• **MATERIAL FOR THIS EXERCISE**:
——————————

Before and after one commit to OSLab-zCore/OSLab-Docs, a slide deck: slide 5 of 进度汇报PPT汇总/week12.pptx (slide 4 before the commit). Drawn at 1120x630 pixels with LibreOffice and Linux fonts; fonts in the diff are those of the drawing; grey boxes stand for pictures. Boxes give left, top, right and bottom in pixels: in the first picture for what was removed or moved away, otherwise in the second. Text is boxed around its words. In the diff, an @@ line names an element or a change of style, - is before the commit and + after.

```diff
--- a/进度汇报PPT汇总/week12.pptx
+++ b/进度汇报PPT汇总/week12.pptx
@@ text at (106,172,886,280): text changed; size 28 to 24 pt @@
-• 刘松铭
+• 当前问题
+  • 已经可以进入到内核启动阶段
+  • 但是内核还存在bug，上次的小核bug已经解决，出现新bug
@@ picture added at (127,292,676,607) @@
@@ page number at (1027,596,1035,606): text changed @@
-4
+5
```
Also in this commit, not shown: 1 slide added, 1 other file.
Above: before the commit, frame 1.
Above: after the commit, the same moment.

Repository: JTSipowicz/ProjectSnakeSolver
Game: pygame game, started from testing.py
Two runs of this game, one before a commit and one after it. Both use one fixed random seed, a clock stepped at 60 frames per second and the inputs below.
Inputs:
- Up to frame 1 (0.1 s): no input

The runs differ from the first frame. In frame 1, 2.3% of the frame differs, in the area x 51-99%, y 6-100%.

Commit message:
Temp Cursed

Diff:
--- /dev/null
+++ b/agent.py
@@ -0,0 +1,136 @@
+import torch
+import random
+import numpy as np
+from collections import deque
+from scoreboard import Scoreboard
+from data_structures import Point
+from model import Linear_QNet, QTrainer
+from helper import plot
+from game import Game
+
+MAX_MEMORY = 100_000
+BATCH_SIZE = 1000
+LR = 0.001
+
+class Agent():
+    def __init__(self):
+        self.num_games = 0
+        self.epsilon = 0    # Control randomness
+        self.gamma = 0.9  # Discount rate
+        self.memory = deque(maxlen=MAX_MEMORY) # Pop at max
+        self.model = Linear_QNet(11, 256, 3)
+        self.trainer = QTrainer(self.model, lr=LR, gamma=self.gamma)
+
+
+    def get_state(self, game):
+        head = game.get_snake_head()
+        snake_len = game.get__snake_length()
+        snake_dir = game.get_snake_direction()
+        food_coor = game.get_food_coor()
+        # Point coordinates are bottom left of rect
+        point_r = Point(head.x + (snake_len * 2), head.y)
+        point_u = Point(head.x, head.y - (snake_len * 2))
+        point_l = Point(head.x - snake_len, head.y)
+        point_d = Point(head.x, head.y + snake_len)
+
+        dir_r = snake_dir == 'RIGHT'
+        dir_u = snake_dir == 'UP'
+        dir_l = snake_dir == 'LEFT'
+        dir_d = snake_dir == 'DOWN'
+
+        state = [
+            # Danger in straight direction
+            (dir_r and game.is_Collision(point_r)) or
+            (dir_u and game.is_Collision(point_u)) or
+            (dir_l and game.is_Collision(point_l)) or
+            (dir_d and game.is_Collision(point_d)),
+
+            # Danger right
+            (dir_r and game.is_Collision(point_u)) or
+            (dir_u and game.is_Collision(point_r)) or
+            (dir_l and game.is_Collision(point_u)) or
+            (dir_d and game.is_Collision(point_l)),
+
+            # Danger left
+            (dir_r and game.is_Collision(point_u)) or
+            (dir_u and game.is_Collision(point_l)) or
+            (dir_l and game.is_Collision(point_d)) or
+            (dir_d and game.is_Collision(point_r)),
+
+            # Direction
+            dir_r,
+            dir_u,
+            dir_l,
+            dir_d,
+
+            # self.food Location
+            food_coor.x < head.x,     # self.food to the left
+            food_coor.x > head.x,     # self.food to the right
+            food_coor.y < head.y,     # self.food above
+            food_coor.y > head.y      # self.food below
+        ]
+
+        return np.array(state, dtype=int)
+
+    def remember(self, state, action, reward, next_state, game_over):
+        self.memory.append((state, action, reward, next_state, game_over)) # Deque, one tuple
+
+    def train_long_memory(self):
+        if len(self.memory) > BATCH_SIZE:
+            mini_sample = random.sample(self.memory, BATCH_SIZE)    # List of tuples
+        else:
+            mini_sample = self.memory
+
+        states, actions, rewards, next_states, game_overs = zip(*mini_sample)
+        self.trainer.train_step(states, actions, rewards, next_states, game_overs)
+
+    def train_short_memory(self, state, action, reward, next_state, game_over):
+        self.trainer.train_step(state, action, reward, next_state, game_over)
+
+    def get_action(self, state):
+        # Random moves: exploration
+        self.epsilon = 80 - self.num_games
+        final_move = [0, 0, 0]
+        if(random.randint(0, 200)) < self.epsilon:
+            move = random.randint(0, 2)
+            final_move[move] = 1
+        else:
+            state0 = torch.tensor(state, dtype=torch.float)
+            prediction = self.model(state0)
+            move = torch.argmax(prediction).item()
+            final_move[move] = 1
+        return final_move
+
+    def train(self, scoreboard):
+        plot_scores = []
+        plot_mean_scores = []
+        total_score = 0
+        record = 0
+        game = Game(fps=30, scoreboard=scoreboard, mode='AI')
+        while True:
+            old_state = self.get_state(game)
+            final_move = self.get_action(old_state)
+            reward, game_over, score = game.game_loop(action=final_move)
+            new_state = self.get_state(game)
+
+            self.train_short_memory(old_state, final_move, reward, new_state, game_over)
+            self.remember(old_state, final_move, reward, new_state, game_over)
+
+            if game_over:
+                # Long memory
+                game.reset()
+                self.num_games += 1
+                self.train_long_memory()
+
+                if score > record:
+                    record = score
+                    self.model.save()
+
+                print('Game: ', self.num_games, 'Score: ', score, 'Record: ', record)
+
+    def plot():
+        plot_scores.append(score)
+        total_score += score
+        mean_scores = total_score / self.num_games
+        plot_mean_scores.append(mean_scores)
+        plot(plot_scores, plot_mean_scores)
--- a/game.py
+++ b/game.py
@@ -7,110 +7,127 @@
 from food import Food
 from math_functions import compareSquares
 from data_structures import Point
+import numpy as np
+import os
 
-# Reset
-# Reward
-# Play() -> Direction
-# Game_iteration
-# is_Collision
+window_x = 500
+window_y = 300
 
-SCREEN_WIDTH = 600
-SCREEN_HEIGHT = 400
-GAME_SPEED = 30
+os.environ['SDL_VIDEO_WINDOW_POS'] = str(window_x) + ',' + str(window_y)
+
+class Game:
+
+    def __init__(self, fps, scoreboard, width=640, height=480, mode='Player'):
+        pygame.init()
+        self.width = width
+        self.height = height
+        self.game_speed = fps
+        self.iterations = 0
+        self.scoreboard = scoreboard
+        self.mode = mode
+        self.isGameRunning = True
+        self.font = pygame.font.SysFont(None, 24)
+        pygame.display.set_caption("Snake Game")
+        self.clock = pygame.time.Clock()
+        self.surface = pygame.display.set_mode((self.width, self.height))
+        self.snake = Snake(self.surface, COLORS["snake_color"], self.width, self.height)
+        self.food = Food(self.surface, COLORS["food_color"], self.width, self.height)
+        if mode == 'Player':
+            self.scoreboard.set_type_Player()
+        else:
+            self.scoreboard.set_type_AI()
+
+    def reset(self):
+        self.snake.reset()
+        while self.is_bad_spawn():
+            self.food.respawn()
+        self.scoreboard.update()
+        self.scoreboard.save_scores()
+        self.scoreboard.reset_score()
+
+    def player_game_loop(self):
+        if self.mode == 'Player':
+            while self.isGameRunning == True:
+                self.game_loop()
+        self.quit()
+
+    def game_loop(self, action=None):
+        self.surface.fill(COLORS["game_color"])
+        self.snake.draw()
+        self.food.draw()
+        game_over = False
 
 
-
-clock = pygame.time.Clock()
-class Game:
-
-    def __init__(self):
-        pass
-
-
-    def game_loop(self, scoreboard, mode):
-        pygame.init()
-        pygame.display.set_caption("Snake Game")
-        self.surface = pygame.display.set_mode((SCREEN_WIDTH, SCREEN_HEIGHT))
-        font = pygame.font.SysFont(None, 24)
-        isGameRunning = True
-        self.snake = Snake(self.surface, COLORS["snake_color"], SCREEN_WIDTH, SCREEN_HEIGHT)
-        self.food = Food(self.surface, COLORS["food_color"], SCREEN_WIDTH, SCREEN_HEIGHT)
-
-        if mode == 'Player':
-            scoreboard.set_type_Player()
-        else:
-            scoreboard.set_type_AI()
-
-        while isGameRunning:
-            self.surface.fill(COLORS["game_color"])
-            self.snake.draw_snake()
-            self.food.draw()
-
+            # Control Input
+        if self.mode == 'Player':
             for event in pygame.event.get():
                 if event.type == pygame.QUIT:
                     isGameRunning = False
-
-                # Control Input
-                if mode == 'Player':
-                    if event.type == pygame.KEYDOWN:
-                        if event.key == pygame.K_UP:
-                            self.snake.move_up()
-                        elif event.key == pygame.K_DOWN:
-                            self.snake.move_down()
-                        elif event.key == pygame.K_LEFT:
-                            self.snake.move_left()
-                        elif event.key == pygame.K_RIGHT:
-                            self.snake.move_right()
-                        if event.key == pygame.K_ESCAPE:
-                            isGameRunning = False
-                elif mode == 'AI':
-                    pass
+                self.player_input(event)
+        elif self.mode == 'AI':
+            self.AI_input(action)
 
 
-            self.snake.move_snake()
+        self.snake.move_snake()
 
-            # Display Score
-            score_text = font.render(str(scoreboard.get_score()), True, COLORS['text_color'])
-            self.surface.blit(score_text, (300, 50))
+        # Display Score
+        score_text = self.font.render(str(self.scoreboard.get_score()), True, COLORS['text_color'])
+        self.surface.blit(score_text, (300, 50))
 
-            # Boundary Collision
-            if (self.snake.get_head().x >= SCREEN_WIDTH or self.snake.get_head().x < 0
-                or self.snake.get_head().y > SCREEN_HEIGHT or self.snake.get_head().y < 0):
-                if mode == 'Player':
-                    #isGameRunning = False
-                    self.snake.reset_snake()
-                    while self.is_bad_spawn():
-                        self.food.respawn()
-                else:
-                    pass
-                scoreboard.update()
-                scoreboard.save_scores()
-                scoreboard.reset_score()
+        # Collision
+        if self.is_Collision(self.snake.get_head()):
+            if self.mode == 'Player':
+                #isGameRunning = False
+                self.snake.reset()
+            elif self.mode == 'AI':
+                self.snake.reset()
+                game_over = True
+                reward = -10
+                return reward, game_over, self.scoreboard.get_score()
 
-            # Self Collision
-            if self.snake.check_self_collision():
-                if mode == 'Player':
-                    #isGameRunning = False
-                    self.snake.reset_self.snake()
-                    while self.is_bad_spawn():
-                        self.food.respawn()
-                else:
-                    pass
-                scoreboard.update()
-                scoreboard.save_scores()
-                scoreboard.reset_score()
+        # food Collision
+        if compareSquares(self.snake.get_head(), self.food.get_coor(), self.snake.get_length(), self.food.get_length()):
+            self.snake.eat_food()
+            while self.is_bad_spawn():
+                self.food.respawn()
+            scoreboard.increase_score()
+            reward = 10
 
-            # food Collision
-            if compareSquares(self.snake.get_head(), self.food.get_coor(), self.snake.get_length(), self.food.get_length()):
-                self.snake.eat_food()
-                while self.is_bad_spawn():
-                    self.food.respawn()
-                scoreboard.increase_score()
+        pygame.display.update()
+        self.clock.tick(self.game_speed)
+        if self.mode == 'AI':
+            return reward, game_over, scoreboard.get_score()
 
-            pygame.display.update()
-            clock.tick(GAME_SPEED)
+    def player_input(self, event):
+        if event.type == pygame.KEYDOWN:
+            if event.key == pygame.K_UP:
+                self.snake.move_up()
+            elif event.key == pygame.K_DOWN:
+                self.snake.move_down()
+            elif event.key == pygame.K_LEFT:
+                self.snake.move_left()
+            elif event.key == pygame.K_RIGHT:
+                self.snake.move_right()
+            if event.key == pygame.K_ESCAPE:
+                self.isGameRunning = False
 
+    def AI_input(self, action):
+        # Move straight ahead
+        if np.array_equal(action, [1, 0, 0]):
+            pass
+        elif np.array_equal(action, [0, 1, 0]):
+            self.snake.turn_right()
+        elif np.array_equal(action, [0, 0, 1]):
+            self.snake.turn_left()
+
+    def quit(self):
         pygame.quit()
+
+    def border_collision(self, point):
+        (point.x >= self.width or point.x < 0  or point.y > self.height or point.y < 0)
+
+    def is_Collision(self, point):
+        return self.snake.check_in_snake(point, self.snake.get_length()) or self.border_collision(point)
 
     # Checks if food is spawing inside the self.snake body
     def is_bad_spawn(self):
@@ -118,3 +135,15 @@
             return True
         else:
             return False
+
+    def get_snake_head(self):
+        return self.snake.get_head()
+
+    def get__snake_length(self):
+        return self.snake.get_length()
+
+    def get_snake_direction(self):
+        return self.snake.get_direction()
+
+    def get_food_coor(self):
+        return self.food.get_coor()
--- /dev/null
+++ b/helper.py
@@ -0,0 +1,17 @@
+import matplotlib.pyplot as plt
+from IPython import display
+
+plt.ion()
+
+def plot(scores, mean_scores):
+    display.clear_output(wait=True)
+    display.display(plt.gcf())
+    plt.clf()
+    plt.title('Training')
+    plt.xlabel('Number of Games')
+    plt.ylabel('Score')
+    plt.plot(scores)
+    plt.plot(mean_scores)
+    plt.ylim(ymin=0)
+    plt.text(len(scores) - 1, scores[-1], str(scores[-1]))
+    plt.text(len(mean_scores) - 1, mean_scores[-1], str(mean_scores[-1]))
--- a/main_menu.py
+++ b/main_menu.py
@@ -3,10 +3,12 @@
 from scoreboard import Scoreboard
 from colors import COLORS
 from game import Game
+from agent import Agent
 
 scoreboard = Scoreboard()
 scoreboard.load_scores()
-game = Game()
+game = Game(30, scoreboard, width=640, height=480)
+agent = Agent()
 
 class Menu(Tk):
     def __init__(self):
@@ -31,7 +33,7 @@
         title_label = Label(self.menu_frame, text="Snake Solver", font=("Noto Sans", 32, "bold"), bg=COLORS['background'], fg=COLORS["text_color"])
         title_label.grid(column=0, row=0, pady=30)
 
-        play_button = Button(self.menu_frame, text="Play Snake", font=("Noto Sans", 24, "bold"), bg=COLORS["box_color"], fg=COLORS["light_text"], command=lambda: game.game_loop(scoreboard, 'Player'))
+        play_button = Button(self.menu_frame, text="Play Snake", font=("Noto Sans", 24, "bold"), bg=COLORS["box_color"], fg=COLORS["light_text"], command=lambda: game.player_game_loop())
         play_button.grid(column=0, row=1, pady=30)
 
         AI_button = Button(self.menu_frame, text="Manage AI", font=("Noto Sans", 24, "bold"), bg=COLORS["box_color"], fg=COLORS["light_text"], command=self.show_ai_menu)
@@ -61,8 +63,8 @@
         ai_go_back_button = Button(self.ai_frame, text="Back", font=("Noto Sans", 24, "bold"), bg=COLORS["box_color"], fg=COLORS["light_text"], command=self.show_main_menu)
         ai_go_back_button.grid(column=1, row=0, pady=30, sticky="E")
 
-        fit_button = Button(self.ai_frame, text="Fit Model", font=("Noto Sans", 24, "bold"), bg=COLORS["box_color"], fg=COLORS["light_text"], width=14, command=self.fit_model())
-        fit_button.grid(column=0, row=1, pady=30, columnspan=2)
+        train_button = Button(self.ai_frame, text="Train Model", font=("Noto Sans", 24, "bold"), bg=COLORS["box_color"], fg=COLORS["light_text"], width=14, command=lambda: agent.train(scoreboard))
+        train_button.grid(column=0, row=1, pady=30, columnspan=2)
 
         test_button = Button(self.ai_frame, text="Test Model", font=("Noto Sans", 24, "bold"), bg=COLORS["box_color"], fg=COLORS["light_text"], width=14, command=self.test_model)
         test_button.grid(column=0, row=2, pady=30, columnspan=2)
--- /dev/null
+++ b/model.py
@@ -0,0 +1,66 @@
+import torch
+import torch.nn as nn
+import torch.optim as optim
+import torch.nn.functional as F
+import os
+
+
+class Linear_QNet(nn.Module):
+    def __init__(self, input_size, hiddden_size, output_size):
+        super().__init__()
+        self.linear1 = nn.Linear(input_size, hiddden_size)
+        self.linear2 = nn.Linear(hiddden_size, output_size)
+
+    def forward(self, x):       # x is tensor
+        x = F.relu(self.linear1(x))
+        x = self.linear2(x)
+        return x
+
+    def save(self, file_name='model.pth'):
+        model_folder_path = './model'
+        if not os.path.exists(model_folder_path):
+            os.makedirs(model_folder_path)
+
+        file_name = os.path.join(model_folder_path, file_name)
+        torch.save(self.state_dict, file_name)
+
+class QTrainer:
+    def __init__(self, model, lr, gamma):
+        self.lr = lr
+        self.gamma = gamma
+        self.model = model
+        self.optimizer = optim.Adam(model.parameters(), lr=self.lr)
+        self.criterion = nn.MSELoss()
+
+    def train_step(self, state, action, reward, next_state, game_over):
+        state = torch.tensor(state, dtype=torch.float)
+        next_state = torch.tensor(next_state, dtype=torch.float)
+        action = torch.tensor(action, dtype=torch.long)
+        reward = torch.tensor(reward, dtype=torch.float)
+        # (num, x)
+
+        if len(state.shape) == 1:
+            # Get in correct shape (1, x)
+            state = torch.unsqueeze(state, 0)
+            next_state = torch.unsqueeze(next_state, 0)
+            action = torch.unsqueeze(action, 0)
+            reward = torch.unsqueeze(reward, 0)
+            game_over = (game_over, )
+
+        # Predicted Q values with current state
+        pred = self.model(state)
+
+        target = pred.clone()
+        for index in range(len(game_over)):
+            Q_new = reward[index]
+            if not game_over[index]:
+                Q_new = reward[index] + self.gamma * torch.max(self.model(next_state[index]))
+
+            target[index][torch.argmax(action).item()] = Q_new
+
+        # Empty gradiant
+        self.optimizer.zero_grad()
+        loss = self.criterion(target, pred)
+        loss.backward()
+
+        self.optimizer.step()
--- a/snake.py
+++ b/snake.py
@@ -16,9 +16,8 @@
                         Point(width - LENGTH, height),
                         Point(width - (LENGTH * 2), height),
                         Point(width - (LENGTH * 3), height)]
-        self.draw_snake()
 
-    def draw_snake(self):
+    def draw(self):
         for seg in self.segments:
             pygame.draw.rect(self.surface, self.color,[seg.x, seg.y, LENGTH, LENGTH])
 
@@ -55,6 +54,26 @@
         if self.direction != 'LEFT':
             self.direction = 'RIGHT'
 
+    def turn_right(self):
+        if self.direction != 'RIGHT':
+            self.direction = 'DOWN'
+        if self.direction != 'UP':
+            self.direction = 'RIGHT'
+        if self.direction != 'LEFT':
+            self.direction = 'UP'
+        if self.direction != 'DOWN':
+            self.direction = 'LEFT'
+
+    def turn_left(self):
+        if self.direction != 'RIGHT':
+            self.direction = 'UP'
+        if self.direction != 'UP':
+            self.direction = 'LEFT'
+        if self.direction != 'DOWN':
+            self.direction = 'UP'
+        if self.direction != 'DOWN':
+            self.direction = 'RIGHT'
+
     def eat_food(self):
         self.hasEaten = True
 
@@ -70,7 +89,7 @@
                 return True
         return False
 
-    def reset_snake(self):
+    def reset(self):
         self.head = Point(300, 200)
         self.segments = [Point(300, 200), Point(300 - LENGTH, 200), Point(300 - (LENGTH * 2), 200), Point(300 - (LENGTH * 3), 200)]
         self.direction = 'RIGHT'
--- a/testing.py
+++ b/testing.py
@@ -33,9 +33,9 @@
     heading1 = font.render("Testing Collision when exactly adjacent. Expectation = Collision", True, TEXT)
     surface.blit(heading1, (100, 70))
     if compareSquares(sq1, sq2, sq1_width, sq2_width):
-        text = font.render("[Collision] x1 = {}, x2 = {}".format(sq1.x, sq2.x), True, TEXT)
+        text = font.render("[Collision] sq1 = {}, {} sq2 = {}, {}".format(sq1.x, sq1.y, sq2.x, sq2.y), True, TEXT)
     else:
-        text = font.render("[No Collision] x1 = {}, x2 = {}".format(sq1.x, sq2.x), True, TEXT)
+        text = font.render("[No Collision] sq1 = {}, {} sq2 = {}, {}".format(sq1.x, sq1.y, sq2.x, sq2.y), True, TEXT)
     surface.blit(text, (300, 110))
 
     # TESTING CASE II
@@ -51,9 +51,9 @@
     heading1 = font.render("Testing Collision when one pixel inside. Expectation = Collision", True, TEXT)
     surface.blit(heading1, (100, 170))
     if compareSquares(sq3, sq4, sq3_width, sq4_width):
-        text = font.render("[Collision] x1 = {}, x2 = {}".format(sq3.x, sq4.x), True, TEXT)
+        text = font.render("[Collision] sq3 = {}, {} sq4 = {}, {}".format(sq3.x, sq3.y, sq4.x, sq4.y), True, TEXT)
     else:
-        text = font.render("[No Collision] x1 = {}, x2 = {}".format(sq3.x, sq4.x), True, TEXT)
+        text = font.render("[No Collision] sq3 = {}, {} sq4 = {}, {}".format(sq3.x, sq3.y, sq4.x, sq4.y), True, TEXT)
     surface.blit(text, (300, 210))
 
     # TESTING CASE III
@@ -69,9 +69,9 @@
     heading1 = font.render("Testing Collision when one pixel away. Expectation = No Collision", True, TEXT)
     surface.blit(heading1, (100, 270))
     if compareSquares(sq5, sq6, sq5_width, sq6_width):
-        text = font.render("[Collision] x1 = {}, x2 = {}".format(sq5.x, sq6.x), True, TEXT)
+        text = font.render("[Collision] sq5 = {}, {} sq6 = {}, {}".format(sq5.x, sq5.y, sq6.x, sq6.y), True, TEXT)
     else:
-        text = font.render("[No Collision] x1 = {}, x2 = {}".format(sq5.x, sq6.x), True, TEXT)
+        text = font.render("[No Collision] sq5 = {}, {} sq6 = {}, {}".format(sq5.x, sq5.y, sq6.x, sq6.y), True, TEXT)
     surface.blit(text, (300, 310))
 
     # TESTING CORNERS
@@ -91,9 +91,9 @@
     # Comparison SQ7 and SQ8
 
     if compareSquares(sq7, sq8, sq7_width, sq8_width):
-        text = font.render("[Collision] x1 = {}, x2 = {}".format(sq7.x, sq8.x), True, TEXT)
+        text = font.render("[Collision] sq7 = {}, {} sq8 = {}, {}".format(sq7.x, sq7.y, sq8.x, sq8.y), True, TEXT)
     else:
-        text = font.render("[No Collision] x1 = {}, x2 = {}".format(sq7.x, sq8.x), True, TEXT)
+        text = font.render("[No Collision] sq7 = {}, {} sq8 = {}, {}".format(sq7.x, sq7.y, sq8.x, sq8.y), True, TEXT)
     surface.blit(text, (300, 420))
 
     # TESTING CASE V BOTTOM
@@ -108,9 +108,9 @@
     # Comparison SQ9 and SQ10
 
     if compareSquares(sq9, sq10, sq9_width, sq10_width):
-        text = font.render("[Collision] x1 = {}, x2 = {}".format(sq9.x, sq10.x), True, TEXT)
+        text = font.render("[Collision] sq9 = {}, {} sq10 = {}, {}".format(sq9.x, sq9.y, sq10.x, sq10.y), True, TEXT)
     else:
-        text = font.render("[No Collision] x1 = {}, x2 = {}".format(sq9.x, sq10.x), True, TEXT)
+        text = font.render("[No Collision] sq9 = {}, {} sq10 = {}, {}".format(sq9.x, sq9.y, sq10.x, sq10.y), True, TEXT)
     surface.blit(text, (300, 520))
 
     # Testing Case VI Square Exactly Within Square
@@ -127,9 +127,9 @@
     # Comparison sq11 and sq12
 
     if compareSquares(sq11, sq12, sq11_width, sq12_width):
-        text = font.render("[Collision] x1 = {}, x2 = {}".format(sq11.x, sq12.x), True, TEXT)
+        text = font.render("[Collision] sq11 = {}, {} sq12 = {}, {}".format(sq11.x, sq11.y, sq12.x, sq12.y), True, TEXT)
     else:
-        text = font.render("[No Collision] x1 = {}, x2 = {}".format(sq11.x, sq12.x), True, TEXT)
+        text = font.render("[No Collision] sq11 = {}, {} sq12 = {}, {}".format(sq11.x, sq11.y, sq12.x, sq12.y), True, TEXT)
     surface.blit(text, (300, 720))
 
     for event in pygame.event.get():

——————————

• **PROBLEM**: Write out exactly the lines above between the line with "model_folder_path = './model'" and the line with "--- a/snake.py", inclusive, and nothing beyond them.

• **EXERCISE RESPONSE**:
+        model_folder_path = './model'
+        if not os.path.exists(model_folder_path):
+            os.makedirs(model_folder_path)
+
+        file_name = os.path.join(model_folder_path, file_name)
+        torch.save(self.state_dict, file_name)
+
+class QTrainer:
+    def __init__(self, model, lr, gamma):
+        self.lr = lr
+        self.gamma = gamma
+        self.model = model
+        self.optimizer = optim.Adam(model.parameters(), lr=self.lr)
+        self.criterion = nn.MSELoss()
+
+    def train_step(self, state, action, reward, next_state, game_over):
+        state = torch.tensor(state, dtype=torch.float)
+        next_state = torch.tensor(next_state, dtype=torch.float)
+        action = torch.tensor(action, dtype=torch.long)
+        reward = torch.tensor(reward, dtype=torch.float)
+        # (num, x)
+
+        if len(state.shape) == 1:
+            # Get in correct shape (1, x)
+            state = torch.unsqueeze(state, 0)
+            next_state = torch.unsqueeze(next_state, 0)
+            action = torch.unsqueeze(action, 0)
+            reward = torch.unsqueeze(reward, 0)
+            game_over = (game_over, )
+
+        # Predicted Q values with current state
+        pred = self.model(state)
+
+        target = pred.clone()
+        for index in range(len(game_over)):
+            Q_new = reward[index]
+            if not game_over[index]:
+                Q_new = reward[index] + self.gamma * torch.max(self.model(next_state[index]))
+
+            target[index][torch.argmax(action).item()] = Q_new
+
+        # Empty gradiant
+        self.optimizer.zero_grad()
+        loss = self.criterion(target, pred)
+        loss.backward()
+
+        self.optimizer.step()
--- a/snake.py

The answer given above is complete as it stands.